Every record should be restated exactly, with no images included.

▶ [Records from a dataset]
_ _ _ _ _ _ _

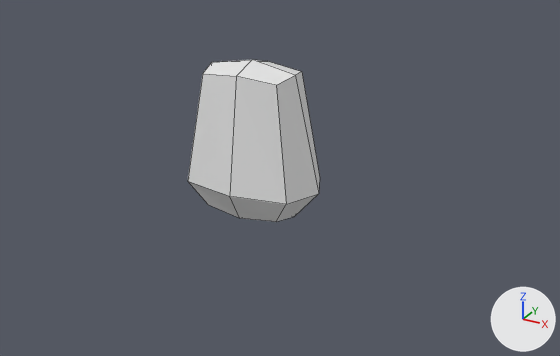
The Blender file Content/World/rockcircle.blend: old version first, new version second.
Before and after are seen from a 50 mm lens placed at (11.76, -19.65, 10.78), pointed at (0.95, 0.0, 0.96). The axes (+X, +Y, +Z) are drawn at lower right. The lights are the same throughout. Mesh edges are drawn as thin lines.
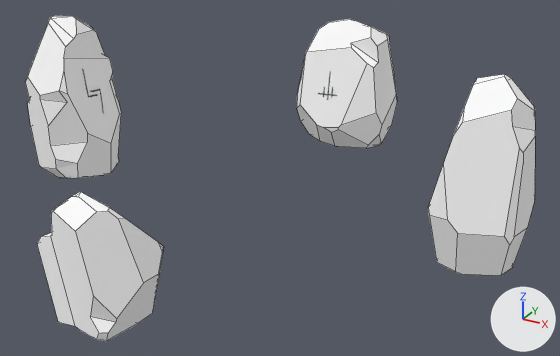
Pixel boxes [x1, y1, x2, y2] of what changed, in the pictures (560 x 356 px):
```json
{"object": "Cube.001", "change": "reshaped, moved", "before": [188, 60, 320, 222], "after": [297, 19, 397, 148], "on screen": "24% narrower, 20% shorter"}
{"object": "Cube", "change": "shown", "after": [428, 74, 535, 275]}
{"object": "Cube.002", "change": "added", "after": [37, 191, 163, 341]}
{"object": "Cube.004", "change": "added", "after": [26, 16, 121, 178]}
```

Scene script edits in JSON lines:
```json
{"op": "add", "block": "img_rock_circle_runes", "code": ["img_rock_circle_runes = load_image('rock_circle_runes', 'RockCircle/rock_circle_runes.png', 1024, 1024, 'sRGB')"]}
{"op": "add", "block": "mat_material", "code": ["mat_material = principled_material('Material')", "mat_material.texture = img_rock_circle_runes", "mat_material.roughness = 1.0", "mat_material.specular_ior_level = 0.0"]}
{"block": "me_cube_002", "where": "me_cube_002.from_pydata(...)  # 72 vertices, 35 faces; spans x -1.51..1.39, y -1.37..1.47, z -0.4..5.16"}
{"block": "me_cube_002", "where": "# used by ob_cube; location = (0.0, 0.0, 0.0)"}
{"block": "me_cube_002", "change": "me_cube_002 part 2: texture (UV) coordinates of 35 of 35 faces, centred in x -1.26..1.25, y -1.15..1.29, z -0.4..5.15, changed; they spanned u 0.0..0.79, v 0.0..0.74 and now span u 0.0..0.99, v 0.0..0.96"}
{"op": "add", "block": "me_cube_002", "code": "me_cube_002.materials.append(mat_material)  # picture img_rock_circle_runes"}
{"block": "me_cube_003", "where": "# used by ob_cube_001; location = (0.0, 0.0, 0.0)"}
{"op": "remove", "block": "me_cube_003", "code": "me_cube_003.from_pydata(...)  # 26 vertices, 24 faces; spans x -2.31..2.31, y -1.47..1.47, z -0.55..4.65"}
{"op": "add", "block": "me_cube_003", "code": "me_cube_003.from_pydata(...)  # 79 vertices, 40 faces; spans x -2.1..2.03, y -1.39..1.45, z -0.48..4.53"}
{"block": "me_cube_003", "change": "me_cube_003 part 1"}
{"block": "me_cube_003", "change": "22 vertices are removed from x -2.31..2.31, y -1.47..1.47, z -0.55..4.65"}
{"block": "me_cube_003", "change": "24 faces are deleted"}
{"block": "me_cube_003", "change": "75 vertices are added at x -2.1..2.03, y -1.39..1.45, z -0.48..4.53"}
{"block": "me_cube_003", "change": "40 new faces join them"}
{"op": "add", "block": "me_cube_003", "code": "me_cube_003.materials.append(mat_material)  # picture img_rock_circle_runes"}
{"op": "add", "block": "me_cube_006", "code": ["me_cube_006 = bpy.data.meshes.new('Cube.006')", "me_cube_006.from_pydata(...)  # 90 vertices, 48 faces; spans x -1.47..1.48, y -1.48..1.53, z -0.45..5.16", "me_cube_006.materials.append(mat_material)  # picture img_rock_circle_runes"]}
{"op": "add", "block": "me_cube_001", "code": ["me_cube_001 = bpy.data.meshes.new('Cube.001')", "me_cube_001.from_pydata(...)  # 103 vertices, 39 faces; spans x -1.58..1.63, y -1.24..1.14, z -0.23..3.29", "me_cube_001.materials.append(mat_material)  # picture img_rock_circle_runes"]}
{"op": "remove", "block": "ob_cube", "code": "ob_cube.hide_set(True)"}
{"op": "set", "path": "ob_cube.location", "old": "(0.0, 0.0, 0.0)", "new": "(7.21, 0.0, 0.0)"}
{"op": "set", "path": "ob_cube.rotation_euler", "old": "(0.0, 0.0, 0.0)", "new": "(0.0, 0.0, -1.571)", "note": "degrees (0, 0, 0) -> degrees (0, 0, -90)"}
{"op": "set", "path": "ob_cube_001.location", "old": "(0.0, 0.0, 0.0)", "new": "(0.0, 7.13, 0.0)"}
{"op": "add", "block": "ob_cube_004", "code": ["ob_cube_004 = bpy.data.objects.new('Cube.004', me_cube_006)", "ob_cube_004.location = (-7.44, 0.0, 0.0)", "ob_cube_004.rotation_euler = (0.0, 0.0, 1.571)  # degrees (0, 0, 90)"]}
{"op": "add", "block": "ob_cube_002", "code": ["ob_cube_002 = bpy.data.objects.new('Cube.002', me_cube_001)", "ob_cube_002.location = (0.0, -7.29, 0.0)", "ob_cube_002.rotation_euler = (0.0, 0.0, -3.142)  # degrees (0, 0, -180)"]}
```

_ _ _ _ _ _ _

▶ [Finished exercise]
The Blender file Content/World/rockcircle.blend: old version first, new version second.
Before and after are seen from a 50 mm lens placed at (11.76, -19.65, 10.78), pointed at (0.95, 0.0, 0.96). The axes (+X, +Y, +Z) are drawn at lower right. The lights are the same throughout. Mesh edges are drawn as thin lines.
Pixel boxes [x1, y1, x2, y2] of what changed, in the pictures (560 x 356 px):
```json
{"object": "Cube.001", "change": "reshaped, moved", "before": [188, 60, 320, 222], "after": [297, 19, 397, 148], "on screen": "24% narrower, 20% shorter"}
{"object": "Cube", "change": "shown", "after": [428, 74, 535, 275]}
{"object": "Cube.002", "change": "added", "after": [37, 191, 163, 341]}
{"object": "Cube.004", "change": "added", "after": [26, 16, 121, 178]}
```

Scene script edits in JSON lines:
```json
{"op": "add", "block": "img_rock_circle_runes", "code": ["img_rock_circle_runes = load_image('rock_circle_runes', 'RockCircle/rock_circle_runes.png', 1024, 1024, 'sRGB')"]}
{"op": "add", "block": "mat_material", "code": ["mat_material = principled_material('Material')", "mat_material.texture = img_rock_circle_runes", "mat_material.roughness = 1.0", "mat_material.specular_ior_level = 0.0"]}
{"block": "me_cube_002", "where": "me_cube_002.from_pydata(...)  # 72 vertices, 35 faces; spans x -1.51..1.39, y -1.37..1.47, z -0.4..5.16"}
{"block": "me_cube_002", "where": "# used by ob_cube; location = (0.0, 0.0, 0.0)"}
{"block": "me_cube_002", "change": "me_cube_002 part 2: texture (UV) coordinates of 35 of 35 faces, centred in x -1.26..1.25, y -1.15..1.29, z -0.4..5.15, changed; they spanned u 0.0..0.79, v 0.0..0.74 and now span u 0.0..0.99, v 0.0..0.96"}
{"op": "add", "block": "me_cube_002", "code": "me_cube_002.materials.append(mat_material)  # picture img_rock_circle_runes"}
{"block": "me_cube_003", "where": "# used by ob_cube_001; location = (0.0, 0.0, 0.0)"}
{"op": "remove", "block": "me_cube_003", "code": "me_cube_003.from_pydata(...)  # 26 vertices, 24 faces; spans x -2.31..2.31, y -1.47..1.47, z -0.55..4.65"}
{"op": "add", "block": "me_cube_003", "code": "me_cube_003.from_pydata(...)  # 79 vertices, 40 faces; spans x -2.1..2.03, y -1.39..1.45, z -0.48..4.53"}
{"block": "me_cube_003", "change": "me_cube_003 part 1"}
{"block": "me_cube_003", "change": "22 vertices are removed from x -2.31..2.31, y -1.47..1.47, z -0.55..4.65"}
{"block": "me_cube_003", "change": "24 faces are deleted"}
{"block": "me_cube_003", "change": "75 vertices are added at x -2.1..2.03, y -1.39..1.45, z -0.48..4.53"}
{"block": "me_cube_003", "change": "40 new faces join them"}
{"op": "add", "block": "me_cube_003", "code": "me_cube_003.materials.append(mat_material)  # picture img_rock_circle_runes"}
{"op": "add", "block": "me_cube_006", "code": ["me_cube_006 = bpy.data.meshes.new('Cube.006')", "me_cube_006.from_pydata(...)  # 90 vertices, 48 faces; spans x -1.47..1.48, y -1.48..1.53, z -0.45..5.16", "me_cube_006.materials.append(mat_material)  # picture img_rock_circle_runes"]}
{"op": "add", "block": "me_cube_001", "code": ["me_cube_001 = bpy.data.meshes.new('Cube.001')", "me_cube_001.from_pydata(...)  # 103 vertices, 39 faces; spans x -1.58..1.63, y -1.24..1.14, z -0.23..3.29", "me_cube_001.materials.append(mat_material)  # picture img_rock_circle_runes"]}
{"op": "remove", "block": "ob_cube", "code": "ob_cube.hide_set(True)"}
{"op": "set", "path": "ob_cube.location", "old": "(0.0, 0.0, 0.0)", "new": "(7.21, 0.0, 0.0)"}
{"op": "set", "path": "ob_cube.rotation_euler", "old": "(0.0, 0.0, 0.0)", "new": "(0.0, 0.0, -1.571)", "note": "degrees (0, 0, 0) -> degrees (0, 0, -90)"}
{"op": "set", "path": "ob_cube_001.location", "old": "(0.0, 0.0, 0.0)", "new": "(0.0, 7.13, 0.0)"}
{"op": "add", "block": "ob_cube_004", "code": ["ob_cube_004 = bpy.data.objects.new('Cube.004', me_cube_006)", "ob_cube_004.location = (-7.44, 0.0, 0.0)", "ob_cube_004.rotation_euler = (0.0, 0.0, 1.571)  # degrees (0, 0, 90)"]}
{"op": "add", "block": "ob_cube_002", "code": ["ob_cube_002 = bpy.data.objects.new('Cube.002', me_cube_001)", "ob_cube_002.location = (0.0, -7.29, 0.0)", "ob_cube_002.rotation_euler = (0.0, 0.0, -3.142)  # degrees (0, 0, -180)"]}
```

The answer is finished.